夜会への誘い
「……それ……は、つまり、私をダリオ様の花嫁に推薦してくれる、と。そういう事……な、の?」
「いいや。――俺とダリオは知っての通り、双子だ。だから、俺が次期ブリアーニ伯爵として、島へ赴く。……が、その為にはどうしても必要なものがある」
彼は、冗談の色の全く見当たらない真剣な眼差しでミリアに問いかける。
「ミリア。ジルベルト・ブリアーニ伯爵の“花嫁”として、――俺の“主”として、共に島へ赴くか、と俺が問うたらお前は、何と答える?」
「それ……は、私は……! ……でも、店が――」
焦がれ続けた夢に、手が届く。その希望に一瞬ミリアの瞳が輝いたが、すぐにそれは曇りに変わり、そして彼女は目を伏せてしまった。

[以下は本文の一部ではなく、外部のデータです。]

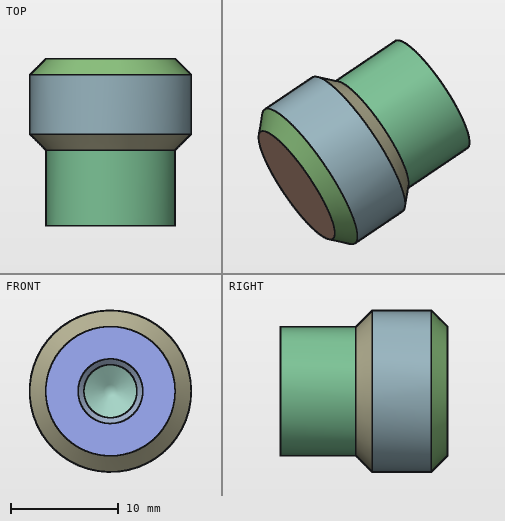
import cadquery as cq
import math

total_length = 15.5
head_diameter = 15.0
stem_diameter = 12.0
stem_length = 7.0

hole_diameter = 4.91
hole_depth = 10.0
countersink_diameter = 6.0
drill_tip_angle = 118.0

head_radius = head_diameter / 2
stem_radius = stem_diameter / 2
hole_radius = hole_diameter / 2
countersink_radius = countersink_diameter / 2

head_chamfer = head_radius - stem_radius
countersink_depth = countersink_radius - hole_radius
drill_tip_length = hole_radius / math.tan(math.radians(drill_tip_angle / 2))

half_section = [
    (countersink_radius, 0),
    (stem_radius, 0),
    (stem_radius, stem_length),
    (head_radius, stem_length + head_chamfer),
    (head_radius, total_length - head_chamfer),
    (stem_radius, total_length),
    (0, total_length),
    (0, hole_depth + drill_tip_length),
    (hole_radius, hole_depth),
    (hole_radius, countersink_depth),
]

result = (
    cq.Workplane("XY")
    .polyline(half_section)
    .close()
    .revolve(360, (0, 0, 0), (0, 1, 0))
)

「……ここは、貴方が最初に言った通り、公爵家が管理する公営街区。ここも、公爵様から格安で借りている物件よ。……でも、格安で借りられる代わりに、色々細かな条件があるのは、貴方も知っているでしょう、“殿下”なら」
「ああ、知っているとも。だが、伯爵の“花嫁”に選ばれたなら、それが最優先事項となり、その他の些細なあれこれの処理については公爵家が責任もってカタをつける事になっている。そしてここは、公爵家が管理している物件だ。つまり、そういう心配は一切いらないって事だ」
だが、ジルド――いや、ジルベルトはそう請け負った。
「――おそらく、あと数ヶ月。長くとも一年は保つまい。現ブリアーニ伯、つまり俺の叔父上の奥方が、そういう状態だという知らせが届いた。……花嫁を失えば、伯爵もそう遠くない未来に彼女の後を追う事になるだろう」
ジルベルトは荒れる感情を無理やり押さえ込んでいるようなかすれた声で言った。
「……現ブリアーニ伯爵がその地位を継いで、たった20年足らずだ。公爵は、それが平均的な数字だと言った。けど、それはあまりに短すぎる。俺は、その数字を少しでも伸ばしてやりたい。……いずれブリアーニ伯爵の名を継ぐだろう、俺の甥っ子のためにも」
ブリアーニ伯爵の代替わりの理由の大半が、花嫁の消耗なのだ。
「確かに、島の環境は過酷だ。……だが、俺たち吸血鬼の寿命は長く、身体も頑丈だから、花嫁さえ……主さえ無事なら、30年でも40年でも、充分戦える。だが、蝶よ花よと育てられた箱入りのお嬢様はその環境に耐えられず、20年足らずで衰弱してしまう。……だから俺は、貴族のたおやかなご令嬢ではなく、市井のしたたかな娘を見繕うつもりで、街へ降りて――そして、こうしてお前と出会った」
確かにミリアは、血こそ半分は伯爵令嬢であるが、蝶よ花よと育てられたお嬢様ではない。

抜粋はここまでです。